AIM OF THE TASK.
Copy all records exactly, excluding images.

[Records excerpted from a collection]
---+---

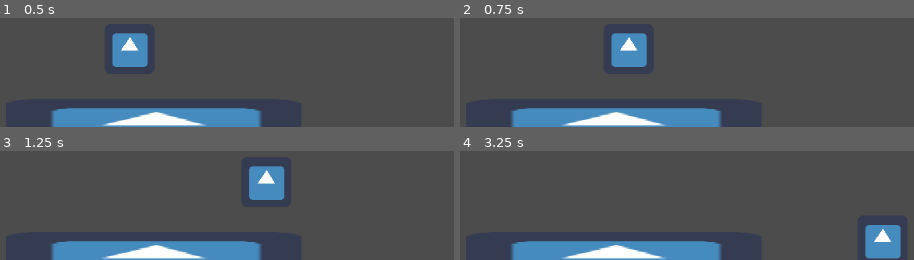
Above: before the commit, frames 1-4 (two rows, left to right).
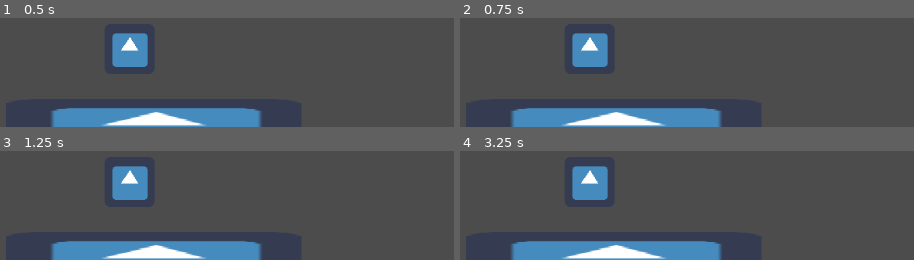
Above: after the commit, the same moments.

Repository: HenryFBP/2d-godot-game
Game: Godot game, scene res://icon.tscn
Two runs of this game, one before a commit and one after it. Both use one fixed random seed, a clock stepped at 60 frames per second and the inputs below. The engine's default icon, where the game draws it, is replaced by a stand-in: a white triangle on a blue panel in a dark square.
Inputs:
- Up to frame 1 (0.5 s): no input
- Up to frame 2 (0.75 s): tap Enter at 0.5 s; hold Right (ui_right) from 0.53 s (still down)
- Up to frame 3 (1.25 s): keep holding Right (ui_right)
- Up to frame 4 (3.25 s): release Right (ui_right) at 1.28 s; hold Down (ui_down) 1.28-2.03 s; tap Space at 2 s; hold Right (ui_right) 2.03-2.78 s; tap Enter at 2.75 s; hold Up (ui_up) from 2.78 s (still down)

Frame 1 is identical in both runs. In frame 2, 4.9% of the frame differs, in the area x 24-42%, y 13-45%; in frame 3, 4.9%; in frame 4, 4.9%, in the area x 24-98%, y 13-100%.

Commit message:
add collision to ground

Diff:
--- a/icon.tscn
+++ b/icon.tscn
@@ -8,6 +8,11 @@
 custom_solver_bias = 0.0
 extents = Vector2( 10, 10 )
 _sections_unfolded = [ "Resource" ]
+
+[sub_resource type="RectangleShape2D" id=2]
+
+custom_solver_bias = 0.0
+extents = Vector2( 110.25, 10 )
 
 [node name="Root" type="Node" index="0"]
 
@@ -46,3 +51,9 @@
 position = Vector2( 531.081, 595.948 )
 scale = Vector2( 5.90972, 1 )
 texture = ExtResource( 2 )
+
+[node name="CollisionShape2D" type="CollisionShape2D" parent="Ground" index="1"]
+
+position = Vector2( 530.886, 598.69 )
+scale = Vector2( 1.67999, 2.61876 )
+shape = SubResource( 2 )
--- a/project.godot
+++ b/project.godot
@@ -16,11 +16,13 @@
 
 [input]
 
-move_left=[ Object(InputEventKey,"resource_local_to_scene":false,"resource_name":"","device":0,"alt":false,"shift":false,"control":false,"meta":false,"command":false,"pressed":false,"scancode":65,"unicode":0,"echo":false,"script":null)
+player_left=[ Object(InputEventKey,"resource_local_to_scene":false,"resource_name":"","device":0,"alt":false,"shift":false,"control":false,"meta":false,"command":false,"pressed":false,"scancode":65,"unicode":0,"echo":false,"script":null)
  ]
-move_right=[ Object(InputEventKey,"resource_local_to_scene":false,"resource_name":"","device":0,"alt":false,"shift":false,"control":false,"meta":false,"command":false,"pressed":false,"scancode":68,"unicode":0,"echo":false,"script":null)
+player_right=[ Object(InputEventKey,"resource_local_to_scene":false,"resource_name":"","device":0,"alt":false,"shift":false,"control":false,"meta":false,"command":false,"pressed":false,"scancode":68,"unicode":0,"echo":false,"script":null)
  ]
-jump=[ Object(InputEventKey,"resource_local_to_scene":false,"resource_name":"","device":0,"alt":false,"shift":false,"control":false,"meta":false,"command":false,"pressed":false,"scancode":87,"unicode":0,"echo":false,"script":null)
+player_up=[ Object(InputEventKey,"resource_local_to_scene":false,"resource_name":"","device":0,"alt":false,"shift":false,"control":false,"meta":false,"command":false,"pressed":false,"scancode":87,"unicode":0,"echo":false,"script":null)
+ ]
+player_down=[ Object(InputEventKey,"resource_local_to_scene":false,"resource_name":"","device":0,"alt":false,"shift":false,"control":false,"meta":false,"command":false,"pressed":false,"scancode":83,"unicode":0,"echo":false,"script":null)
  ]
 
 [rendering]
--- a/src/icon.gd
+++ b/src/icon.gd
@@ -3,22 +3,22 @@
 var speed = 250
 var velocity = Vector2()
 
+var movement_factor = 1
+var input_maps = {
+	'player_right': Vector2(movement_factor, 0),
+	'player_left': Vector2(-movement_factor, 0),
+	'player_up': Vector2(0, -movement_factor),
+	'player_down': Vector2(0, movement_factor),
+	}
+
 func get_input():
-	var factor = 10
-	# Detect up/down/left/right keystate and only move when pressed
+
 	velocity = Vector2()
 
-	if Input.is_action_pressed('ui_right'):
-		velocity.x += factor
+	for key in input_maps.keys():
+		if Input.is_action_pressed(key):
+			velocity += input_maps[key]
 
-	if Input.is_action_pressed('ui_left'):
-		velocity.x -= factor
-
-	if Input.is_action_pressed('ui_down'):
-		velocity.y += factor
-
-	if Input.is_action_pressed('ui_up'):
-		velocity.y -= factor
 	velocity = velocity.normalized() * speed
 
 func _physics_process(delta):
Not shown: 1 places in icon.tscn that only renumber resources

---+---

RESPONSE.
Above: before the commit, frames 1-4 (two rows, left to right).
Above: after the commit, the same moments.

Repository: HenryFBP/2d-godot-game
Game: Godot game, scene res://icon.tscn
Two runs of this game, one before a commit and one after it. Both use one fixed random seed, a clock stepped at 60 frames per second and the inputs below. The engine's default icon, where the game draws it, is replaced by a stand-in: a white triangle on a blue panel in a dark square.
Inputs:
- Up to frame 1 (0.5 s): no input
- Up to frame 2 (0.75 s): tap Enter at 0.5 s; hold Right (ui_right) from 0.53 s (still down)
- Up to frame 3 (1.25 s): keep holding Right (ui_right)
- Up to frame 4 (3.25 s): release Right (ui_right) at 1.28 s; hold Down (ui_down) 1.28-2.03 s; tap Space at 2 s; hold Right (ui_right) 2.03-2.78 s; tap Enter at 2.75 s; hold Up (ui_up) from 2.78 s (still down)

Frame 1 is identical in both runs. In frame 2, 4.9% of the frame differs, in the area x 24-42%, y 13-45%; in frame 3, 4.9%; in frame 4, 4.9%, in the area x 24-98%, y 13-100%.

Commit message:
add collision to ground

Diff:
--- a/icon.tscn
+++ b/icon.tscn
@@ -8,6 +8,11 @@
 custom_solver_bias = 0.0
 extents = Vector2( 10, 10 )
 _sections_unfolded = [ "Resource" ]
+
+[sub_resource type="RectangleShape2D" id=2]
+
+custom_solver_bias = 0.0
+extents = Vector2( 110.25, 10 )
 
 [node name="Root" type="Node" index="0"]
 
@@ -46,3 +51,9 @@
 position = Vector2( 531.081, 595.948 )
 scale = Vector2( 5.90972, 1 )
 texture = ExtResource( 2 )
+
+[node name="CollisionShape2D" type="CollisionShape2D" parent="Ground" index="1"]
+
+position = Vector2( 530.886, 598.69 )
+scale = Vector2( 1.67999, 2.61876 )
+shape = SubResource( 2 )
--- a/project.godot
+++ b/project.godot
@@ -16,11 +16,13 @@
 
 [input]
 
-move_left=[ Object(InputEventKey,"resource_local_to_scene":false,"resource_name":"","device":0,"alt":false,"shift":false,"control":false,"meta":false,"command":false,"pressed":false,"scancode":65,"unicode":0,"echo":false,"script":null)
+player_left=[ Object(InputEventKey,"resource_local_to_scene":false,"resource_name":"","device":0,"alt":false,"shift":false,"control":false,"meta":false,"command":false,"pressed":false,"scancode":65,"unicode":0,"echo":false,"script":null)
  ]
-move_right=[ Object(InputEventKey,"resource_local_to_scene":false,"resource_name":"","device":0,"alt":false,"shift":false,"control":false,"meta":false,"command":false,"pressed":false,"scancode":68,"unicode":0,"echo":false,"script":null)
+player_right=[ Object(InputEventKey,"resource_local_to_scene":false,"resource_name":"","device":0,"alt":false,"shift":false,"control":false,"meta":false,"command":false,"pressed":false,"scancode":68,"unicode":0,"echo":false,"script":null)
  ]
-jump=[ Object(InputEventKey,"resource_local_to_scene":false,"resource_name":"","device":0,"alt":false,"shift":false,"control":false,"meta":false,"command":false,"pressed":false,"scancode":87,"unicode":0,"echo":false,"script":null)
+player_up=[ Object(InputEventKey,"resource_local_to_scene":false,"resource_name":"","device":0,"alt":false,"shift":false,"control":false,"meta":false,"command":false,"pressed":false,"scancode":87,"unicode":0,"echo":false,"script":null)
+ ]
+player_down=[ Object(InputEventKey,"resource_local_to_scene":false,"resource_name":"","device":0,"alt":false,"shift":false,"control":false,"meta":false,"command":false,"pressed":false,"scancode":83,"unicode":0,"echo":false,"script":null)
  ]
 
 [rendering]
--- a/src/icon.gd
+++ b/src/icon.gd
@@ -3,22 +3,22 @@
 var speed = 250
 var velocity = Vector2()
 
+var movement_factor = 1
+var input_maps = {
+	'player_right': Vector2(movement_factor, 0),
+	'player_left': Vector2(-movement_factor, 0),
+	'player_up': Vector2(0, -movement_factor),
+	'player_down': Vector2(0, movement_factor),
+	}
+
 func get_input():
-	var factor = 10
-	# Detect up/down/left/right keystate and only move when pressed
+
 	velocity = Vector2()
 
-	if Input.is_action_pressed('ui_right'):
-		velocity.x += factor
+	for key in input_maps.keys():
+		if Input.is_action_pressed(key):
+			velocity += input_maps[key]
 
-	if Input.is_action_pressed('ui_left'):
-		velocity.x -= factor
-
-	if Input.is_action_pressed('ui_down'):
-		velocity.y += factor
-
-	if Input.is_action_pressed('ui_up'):
-		velocity.y -= factor
 	velocity = velocity.normalized() * speed
 
 func _physics_process(delta):
Not shown: 1 places in icon.tscn that only renumber resources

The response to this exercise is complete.